A renglón seguido, Sergio Botana (Alianza Nacional), parecido a Rodríguez Saa en mangas de camisa, apuntó: ­»No es momento para discutir este proyecto…»

­»¡No se está discutiendo ningún proyecto ­interrumpió el presidente Pintado­ sino una moción para crear una comisión!»

­»¡No importa…!» ­insistió Botana, encaprichado como el borracho del cuento de Paco Espínola que quiere darle su yegua a un amigo, aunque la yegua no está.

­»Igual creo que no es momento de traer este proyecto a sala…»

Los ojos de Pintado se abrieron al punto de dejar la sensación de que saldrían de sus órbitas y golpearían a Botana con un doble gancho al mentón. Pero debe haber pensado en el Peñarol de Matosas, pues, de golpe, lo agarró una calma chicha y pidió que se leyese por enésima vez la moción de marras, proponiendo una comisión especial para estudiar el proyecto de colegiaturas profesionales universitarias.

Todo el embole se armó por esa sencilla moción, tan incomprendida como la suba de los morrones. Incluso, minutos antes de la batahola verbal, durante la cual algunos hasta confundieron el nombre de sus interlocutores, Alvaro Vega (Espacio 609) recordó que la colegiación es para los médicos una vieja aspiración frustrada. Enseguida, un intento de Alvaro Lorenzo (Alianza Nacional) de discutir con Vega también se frustró: el diputado floridense, ardido como si lo hubieran sentado en una salamandra, salió de sala y caminó por el ambulatorio, no sé si pensando en Gandhi o en las patadas voladoras del Pequeño Saltamontes.

¿Algo más para cerrar este primer capítulo surrealista? Sí. La moción aludida no tuvo los votos necesarios.

Fue aprobada, en cambio, otra por la cual se creó una comisión especial de nueve miembros para atender el tema del lavado de activos.

 

Segundo capítulo

Julio Fernández (Partido Socialista) informó el proyecto por el cual se designa a la Escuela Nº 79 de Masoller, Rivera, con el nombre de «Pedro Bernardino Rodríguez Paiva». Sus referencias a este hombre, apodado «Tide», y a su trayectoria, fueron claras, precisas y respetuosas. Todo iba bien hasta que…

…Daniel García Pintos (Lista 15), quien de todos modos aclaró que votaría el proyecto, leyó una carta de vecinos de Masoller que argumentaban que «Tide» ya había sido homenajeado con un busto y proponían para la escuela el nombre de Irene Osorio de Masoller, distinguida dama de la sociedad local que jamás habrá soñado ingresar a uno de los debates más exquisitamente absurdos que recuerden los anales parlamentarios del planeta, incluido Togo.

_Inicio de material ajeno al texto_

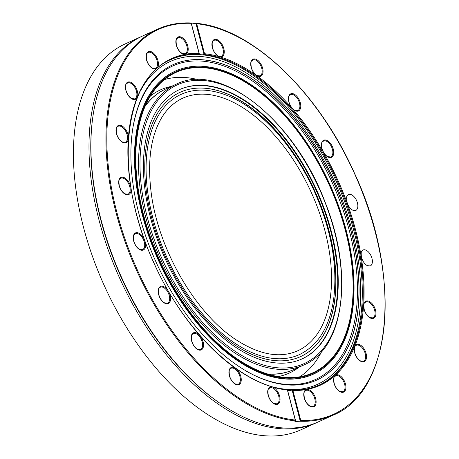 <?xml version="1.0" encoding="UTF-8"?>
<svg xmlns="http://www.w3.org/2000/svg" width="459" height="459" viewBox="0 0 459 459"><rect width="100%" height="100%" fill="white"/><g stroke="black" fill="none" stroke-linecap="round" stroke-linejoin="round"><path stroke-width="0.69" d="M141.722 36.41A212.006 119.162 65.5 0 0 140.775 36.829L125.221 43.903A212.006 119.162 65.5 0 0 83.59 227.612A212.006 119.162 65.5 0 0 300.754 429.871L316.308 422.802A212.006 119.162 65.5 0 0 317.244 422.366M199.252 54.024L199.063 53.319L199.252 54.024L198.724 54.587A178.826 100.515 -114.5 0 1 202.356 54.845L204.031 54.363L195.878 23.294L191.489 23.988M287.581 390.282A178.826 100.515 65.5 0 0 290.409 390.471L292.09 390.03L292.899 390.448L300.76 420.421A211.381 118.812 65.5 0 0 374.997 231.129A211.381 118.812 65.5 0 0 196.693 23.742L204.553 53.714L204.031 54.363M287.196 389.725L287.403 390.058A179.452 100.865 -114.5 0 1 272.485 387.006A9.392 5.278 -114.5 0 1 279.812 396.978A9.392 5.278 -114.5 0 1 275.882 404.425A9.392 5.278 -114.5 0 1 268.142 395.233A9.392 5.278 -114.5 0 1 272.485 387.006A179.452 100.865 -114.5 0 1 235.622 368.388A9.392 5.278 -114.5 0 1 241.245 379.168A9.392 5.278 -114.5 0 1 236.465 384.694A9.392 5.278 -114.5 0 1 229.351 375.64A9.392 5.278 -114.5 0 1 235.622 368.388A179.452 100.865 -114.5 0 1 199.774 335.426A9.392 5.278 -114.5 0 1 201.685 349.666A9.392 5.278 -114.5 0 1 191.621 340.957A9.392 5.278 -114.5 0 1 193.027 333.068A9.392 5.278 -114.5 0 1 199.774 335.426A179.452 100.865 -114.5 0 1 168.447 291.35A9.392 5.278 -114.5 0 1 167.977 303.651A9.392 5.278 -114.5 0 1 158.659 294.575A9.392 5.278 -114.5 0 1 160.805 286.324A9.392 5.278 -114.5 0 1 168.447 291.35A179.452 100.865 -114.5 0 1 144.711 240.476A9.392 5.278 -114.5 0 1 142.164 250.27A9.392 5.278 -114.5 0 1 133.678 241.038A9.392 5.278 -114.5 0 1 136.656 232.633A9.392 5.278 -114.5 0 1 144.711 240.476A179.452 100.865 -114.5 0 1 130.884 187.783A9.392 5.278 -114.5 0 1 126.718 194.754A9.392 5.278 -114.5 0 1 119.133 185.591A9.392 5.278 -114.5 0 1 123.006 177.249A9.392 5.278 -114.5 0 1 130.884 187.783A179.452 100.865 -114.5 0 1 128.325 138.429A9.392 5.278 -114.5 0 1 123.081 142.537A9.392 5.278 -114.5 0 1 116.443 133.649A9.392 5.278 -114.5 0 1 121.262 125.588A9.392 5.278 -114.5 0 1 128.325 138.429A179.452 100.865 -114.5 0 1 137.287 97.239A9.392 5.278 -114.5 0 1 131.544 98.702A9.392 5.278 -114.5 0 1 125.869 90.308A9.392 5.278 -114.5 0 1 131.658 82.735A9.392 5.278 -114.5 0 1 137.287 97.239A179.452 100.865 -114.5 0 1 156.886 68.253A9.392 5.278 -114.5 0 1 146.49 59.808A9.392 5.278 -114.5 0 1 149.043 51.448A9.392 5.278 -114.5 0 1 156.961 57.886A9.392 5.278 -114.5 0 1 156.886 68.253A179.452 100.865 -114.5 0 1 185.207 54.305A9.392 5.278 -114.5 0 1 176.29 45.125A9.392 5.278 -114.5 0 1 179.417 36.714A9.392 5.278 -114.5 0 1 187.484 45.028A9.392 5.278 -114.5 0 1 185.207 54.305A179.452 100.865 -114.5 0 1 199.063 53.319L191.196 23.346A211.381 118.812 65.5 0 0 116.965 212.637A211.381 118.812 65.5 0 0 295.269 420.031L295.366 420.874A212.006 119.162 -114.5 0 1 116.11 212.827A212.006 119.162 -114.5 0 1 157.741 29.112L142.663 35.974A212.006 119.162 65.5 0 0 92.328 120.906A212.006 119.162 65.5 0 0 101.026 219.683A212.006 119.162 65.5 0 0 221.095 404.058A212.006 119.162 65.5 0 0 318.19 421.941L333.274 415.085A212.006 119.162 -114.5 0 1 300.031 421.207L300.76 420.421M295.366 420.874L294.925 421.546L300.031 421.207M142.772 215.317A166.514 93.596 65.5 0 0 313.342 374.177A166.514 93.596 65.5 0 0 329.608 183.852A166.514 93.596 65.5 0 0 175.476 71.025A166.514 93.596 65.5 0 0 142.772 215.317M175.315 71.093A166.514 93.596 65.5 0 0 175.16 71.168A166.514 93.596 65.5 0 0 142.462 215.46A166.514 93.596 65.5 0 0 313.027 374.32A166.514 93.596 65.5 0 0 313.187 374.246M139.186 214.766A173.295 97.406 65.5 0 0 314.576 381.01A173.295 97.406 65.5 0 0 333.624 182.022A173.295 97.406 65.5 0 0 171.132 65.603A173.295 97.406 65.5 0 0 139.186 214.766M92.328 120.906L92.202 121.974A210.75 118.456 65.5 0 0 100.848 220.165A210.75 118.456 65.5 0 0 220.211 403.45L221.095 404.058M140.775 36.829A212.006 119.162 65.5 0 0 99.144 220.544A212.006 119.162 65.5 0 0 316.308 422.802M287.718 390.793L290.409 390.471M190.984 22.99L191.105 22.95C179.067 22.439 167.942 24.493 157.741 29.112M196.693 23.742L195.924 23.294C250.947 27.574 318.213 91.301 354.509 173.267C402.532 275.492 392.623 391.183 333.274 415.085M191.196 23.346L191.105 22.95M287.311 389.685L287.403 390.058L287.311 389.685M287.403 390.058L295.464 420.754M180.146 92.282A145.233 81.633 -114.5 0 1 204.433 88.214A145.233 81.633 -114.5 0 1 322.545 210.572A145.233 81.633 -114.5 0 1 300.393 356.683M299.366 354.629A142.938 80.342 -114.5 0 1 167.059 257.774A142.938 80.342 -114.5 0 1 181.018 94.405C188.551 91.002 196.762 89.614 205.661 90.245C228.198 92.311 250.683 105.094 273.105 128.595C288.935 145.514 302.274 165.538 313.136 188.666C331.272 228.674 338.059 265.945 333.481 300.467C329.143 327.657 317.771 345.713 299.366 354.629M297.633 350.831A138.761 77.996 65.5 0 0 318.902 211.26A138.761 77.996 65.5 0 0 206.022 94.284A138.761 77.996 65.5 0 0 182.745 98.203C174.34 102.036 167.369 108.45 161.832 117.447C151.126 135.474 147.459 159.594 150.845 189.814C157.07 248.044 196.05 315.367 238.359 341.226C260.798 355.1 280.558 358.301 297.633 350.831M151.705 218.094A145.233 81.633 -114.5 0 1 180.226 92.242A145.233 81.633 -114.5 0 1 314.656 190.651A145.233 81.633 -114.5 0 1 300.473 356.649A145.233 81.633 -114.5 0 1 151.705 218.094M179.337 89.666A147.941 83.154 -114.5 0 1 330.646 230.917A147.941 83.154 -114.5 0 1 301.827 359.007M150.518 217.761A147.941 83.154 -114.5 0 1 179.572 89.562A147.941 83.154 -114.5 0 1 316.515 189.808A147.941 83.154 -114.5 0 1 302.062 358.904A147.941 83.154 -114.5 0 1 150.518 217.761M143.283 215.351A165.682 93.125 -114.5 0 1 172.991 73.176A165.682 93.125 -114.5 0 1 329.178 184.048A165.682 93.125 -114.5 0 1 310.089 374.636A165.682 93.125 -114.5 0 1 143.283 215.351M143.69 215.369A165.056 92.775 -114.5 0 1 173.284 73.727A165.056 92.775 -114.5 0 1 328.879 184.179A165.056 92.775 -114.5 0 1 309.865 374.051A165.056 92.775 -114.5 0 1 143.69 215.369M198.724 54.587A178.826 100.515 65.5 0 0 171.006 59.532M199.154 54.133A178.826 100.515 65.5 0 0 171.477 59.314C122.364 78.914 113.413 175.384 153.289 261.441C183.703 331.278 240.941 385.91 287.34 389.685M319.068 385.095A178.826 100.515 65.5 0 0 346.344 206.407A178.826 100.515 65.5 0 0 202.356 54.845M292.36 390.081A178.826 100.515 65.5 0 0 319.539 384.883A178.826 100.515 65.5 0 0 347.578 206.808A178.826 100.515 65.5 0 0 203.825 54.472M204.553 53.714A179.452 100.865 -114.5 0 1 219.471 56.761A9.392 5.278 -114.5 0 1 212.356 47.713A9.392 5.278 -114.5 0 1 216.074 39.342A9.392 5.278 -114.5 0 1 224.026 49.452A9.392 5.278 -114.5 0 1 219.471 56.761A179.452 100.865 -114.5 0 1 256.334 75.385A9.392 5.278 -114.5 0 1 251.148 67.307A9.392 5.278 -114.5 0 1 255.491 59.079A9.392 5.278 -114.5 0 1 263.041 70.829A9.392 5.278 -114.5 0 1 256.334 75.385A179.452 100.865 -114.5 0 1 292.188 108.341A9.392 5.278 -114.5 0 1 288.872 101.99A9.392 5.278 -114.5 0 1 293.852 93.997A9.392 5.278 -114.5 0 1 300.725 107.165A9.392 5.278 -114.5 0 1 292.188 108.341A179.452 100.865 -114.5 0 1 323.515 152.417A9.392 5.278 -114.5 0 1 321.839 148.372A9.392 5.278 -114.5 0 1 327.462 140.701A9.392 5.278 -114.5 0 1 333.377 154.981A9.392 5.278 -114.5 0 1 323.515 152.417A179.452 100.865 -114.5 0 1 347.251 203.291A9.392 5.278 -114.5 0 1 346.815 201.908L347.251 203.291A179.452 100.865 -114.5 0 1 361.072 255.984L361.365 257.361A9.392 5.278 -114.5 0 1 361.072 255.984A179.452 100.865 -114.5 0 1 363.631 305.344A9.392 5.278 -114.5 0 1 372.501 304.116A9.392 5.278 -114.5 0 1 373.999 318.081A9.392 5.278 -114.5 0 1 364.056 309.297A9.392 5.278 -114.5 0 1 363.631 305.344A179.452 100.865 -114.5 0 1 354.675 346.528A9.392 5.278 -114.5 0 1 364.165 349.001A9.392 5.278 -114.5 0 1 364.079 361.669A9.392 5.278 -114.5 0 1 354.629 352.638A9.392 5.278 -114.5 0 1 354.675 346.528A179.452 100.865 -114.5 0 1 335.076 375.514A9.392 5.278 -114.5 0 1 344.474 381.222A9.392 5.278 -114.5 0 1 342.919 392.319A9.392 5.278 -114.5 0 1 334.003 383.145A9.392 5.278 -114.5 0 1 335.076 375.514A179.452 100.865 -114.5 0 1 306.755 389.461A9.392 5.278 -114.5 0 1 315.39 397.718A9.392 5.278 -114.5 0 1 312.545 407.053A9.392 5.278 -114.5 0 1 304.202 397.821A9.392 5.278 -114.5 0 1 306.755 389.461A179.452 100.865 -114.5 0 1 292.899 390.448M245.789 370.838A172.251 96.815 65.5 0 0 357.222 299.635A172.251 96.815 65.5 0 0 260.488 86.94A172.251 96.815 65.5 0 0 133.592 124.131M314.524 381.033A173.29 97.406 65.5 0 0 333.515 182.074A173.29 97.406 65.5 0 0 171.081 65.626M276.404 387.763A177.426 99.729 65.5 0 0 334.605 181.58A177.426 99.729 65.5 0 0 140.959 89.935M300.243 421.098L292.09 390.03C302.016 390.397 311.162 388.681 319.539 384.883M136.782 233.442A8.761 4.929 65.5 0 0 135.313 233.688C134.55 235.014 132.823 233.155 133.816 241.095C134.992 245.003 136.902 247.745 139.553 249.312L142.565 249.644A8.761 4.929 65.5 0 0 143.908 240.826A8.761 4.929 65.5 0 0 136.782 233.442M161.757 286.978A8.761 4.929 65.5 0 0 160.289 287.225C159.525 288.55 157.804 286.691 158.791 294.632C159.967 298.539 161.884 301.282 164.529 302.848L167.546 303.181A8.761 4.929 65.5 0 0 168.889 294.362A8.761 4.929 65.5 0 0 161.757 286.978M194.725 333.354A8.761 4.929 65.5 0 0 193.256 333.607C192.493 334.927 190.766 333.073 191.759 341.014C192.935 344.921 194.846 347.658 197.496 349.224L200.514 349.557A8.761 4.929 65.5 0 0 201.857 340.744A8.761 4.929 65.5 0 0 194.725 333.354M232.449 368.043A8.761 4.929 65.5 0 0 230.98 368.29C230.217 369.615 228.49 367.757 229.483 375.697C230.659 379.604 232.575 382.347 235.22 383.913L238.238 384.246A8.761 4.929 65.5 0 0 239.581 375.428A8.761 4.929 65.5 0 0 232.449 368.043M271.246 387.637A8.761 4.929 65.5 0 0 269.772 387.884C269.014 389.209 267.287 387.35 268.274 395.291C269.45 399.198 271.367 401.941 274.012 403.507L277.029 403.84A8.761 4.929 65.5 0 0 278.372 395.021A8.761 4.929 65.5 0 0 271.246 387.637M307.306 390.219A8.761 4.929 65.5 0 0 305.837 390.466C305.074 391.791 303.347 389.938 304.34 397.873C305.516 401.786 307.427 404.522 310.077 406.089L313.09 406.422A8.761 4.929 65.5 0 0 314.432 397.609A8.761 4.929 65.5 0 0 307.306 390.219M337.107 375.542A8.761 4.929 65.5 0 0 335.638 375.789C334.875 377.114 333.148 375.261 334.141 383.196C335.317 387.109 337.227 389.846 339.878 391.412L342.89 391.745A8.761 4.929 65.5 0 0 344.239 382.932A8.761 4.929 65.5 0 0 337.107 375.542M357.733 345.042A8.761 4.929 65.5 0 0 356.259 345.288C355.501 346.614 353.774 344.755 354.761 352.696C355.937 356.603 357.854 359.345 360.499 360.912L363.517 361.244A8.761 4.929 65.5 0 0 364.859 352.426A8.761 4.929 65.5 0 0 357.733 345.042M367.16 301.695A8.761 4.929 65.5 0 0 365.691 301.947C364.928 303.267 363.201 301.414 364.188 309.355C365.37 313.262 367.28 315.999 369.931 317.571L372.943 317.898A8.761 4.929 65.5 0 0 374.286 309.085A8.761 4.929 65.5 0 0 367.16 301.695M364.469 249.759A8.761 4.929 65.5 0 0 362.994 250.006C362.237 251.331 360.51 249.478 361.497 257.413C362.673 261.326 364.589 264.063 367.234 265.629L370.252 265.962A8.761 4.929 65.5 0 0 371.595 257.149A8.761 4.929 65.5 0 0 364.469 249.759M349.919 194.306A8.761 4.929 65.5 0 0 348.45 194.553C347.687 195.878 345.96 194.025 346.952 201.96C348.129 205.873 350.039 208.61 352.69 210.176L355.708 210.509A8.761 4.929 65.5 0 0 357.05 201.696A8.761 4.929 65.5 0 0 349.919 194.306M324.938 140.77A8.761 4.929 65.5 0 0 323.469 141.016C322.706 142.342 320.984 140.488 321.971 148.429C323.147 152.336 325.064 155.073 327.709 156.639L330.727 156.972A8.761 4.929 65.5 0 0 332.069 148.159A8.761 4.929 65.5 0 0 324.938 140.77M291.976 94.393A8.761 4.929 65.5 0 0 290.507 94.64C289.744 95.965 288.017 94.106 289.009 102.047C290.186 105.954 292.096 108.697 294.747 110.263L297.759 110.596A8.761 4.929 65.5 0 0 299.102 101.778A8.761 4.929 65.5 0 0 291.976 94.393M254.252 59.704A8.761 4.929 65.5 0 0 252.777 59.951C252.02 61.276 250.293 59.423 251.28 67.364C252.456 71.271 254.372 74.008 257.017 75.574L260.035 75.907A8.761 4.929 65.5 0 0 261.378 67.094A8.761 4.929 65.5 0 0 254.252 59.704M215.455 40.111A8.761 4.929 65.5 0 0 213.986 40.358C213.223 41.683 211.496 39.83 212.488 47.77C213.664 51.678 215.581 54.414 218.226 55.981L221.244 56.314A8.761 4.929 65.5 0 0 222.586 47.501A8.761 4.929 65.5 0 0 215.455 40.111M179.394 37.529A8.761 4.929 65.5 0 0 177.926 37.776C177.163 39.101 175.436 37.242 176.428 45.183C177.604 49.096 179.515 51.833 182.166 53.399L185.184 53.732A8.761 4.929 65.5 0 0 186.526 44.919A8.761 4.929 65.5 0 0 179.394 37.529M149.594 52.206A8.761 4.929 65.5 0 0 148.125 52.452C147.362 53.778 145.635 51.924 146.628 59.859C147.804 63.772 149.714 66.509 152.365 68.075L155.377 68.408A8.761 4.929 65.5 0 0 156.72 59.595A8.761 4.929 65.5 0 0 149.594 52.206M128.968 82.706A8.761 4.929 65.5 0 0 127.499 82.953C126.736 84.278 125.009 82.425 126.001 90.366C127.177 94.273 129.094 97.01 131.739 98.576L134.757 98.909A8.761 4.929 65.5 0 0 136.099 90.096A8.761 4.929 65.5 0 0 128.968 82.706M119.541 126.047A8.761 4.929 65.5 0 0 118.072 126.3C117.309 127.619 115.582 125.766 116.575 133.707C117.751 137.614 119.661 140.351 122.312 141.923L125.33 142.256A8.761 4.929 65.5 0 0 126.673 133.437A8.761 4.929 65.5 0 0 119.541 126.047M122.232 177.989A8.761 4.929 65.5 0 0 120.763 178.235C120 179.561 118.273 177.708 119.265 185.643C120.442 189.556 122.358 192.292 125.003 193.859L128.021 194.191A8.761 4.929 65.5 0 0 129.363 185.379A8.761 4.929 65.5 0 0 122.232 177.989M145.187 106.207A154.207 86.676 -114.5 0 1 166.003 88.851L176.181 84.227C220.905 61.202 295.068 120.757 325.362 202.826C353.843 273.759 344.336 348.272 303.858 364.962A154.207 86.676 -114.5 0 1 145.899 217.847A154.207 86.676 -114.5 0 1 176.181 84.227M303.858 364.962L293.68 369.593A154.207 86.676 -114.5 0 1 266.92 373.878M145.411 105.685A154.23 86.688 -114.5 0 1 167.283 88.271M294.953 369.013A154.23 86.688 -114.5 0 1 267.459 374.051M147.345 217.532A153.145 86.08 -114.5 0 1 254.9 103.103A153.145 86.08 -114.5 0 1 320.21 352.059A153.145 86.08 -114.5 0 1 147.345 217.532M164.483 79.573A163.8 92.064 -114.5 0 1 198.076 79.648M321.696 351.474A163.8 92.064 -114.5 0 1 299.675 376.839M150.409 96.029A155.544 87.428 -114.5 0 1 171.528 86.344M299.199 367.08A155.544 87.428 -114.5 0 1 278.022 376.632M313.027 374.32L313.342 374.177M175.16 71.168L175.476 71.025M199.281 53.703L191.242 23.053M287.449 389.783L295.493 420.433"/></g></svg>

Fernández se enardeció, cual si lo hubiese picado un tábano en la nuca, o más abajo, y metió el retruco: fue él quien recibió del pueblo de Masoller el pedido por el nombre de Rodríguez Paiva. El vale cuatro estalló enseguida, porque García Pintos, tornasoladas las mejillas, consideró una irrespetuosidad que se dudase de la seriedad de la carta que había leído.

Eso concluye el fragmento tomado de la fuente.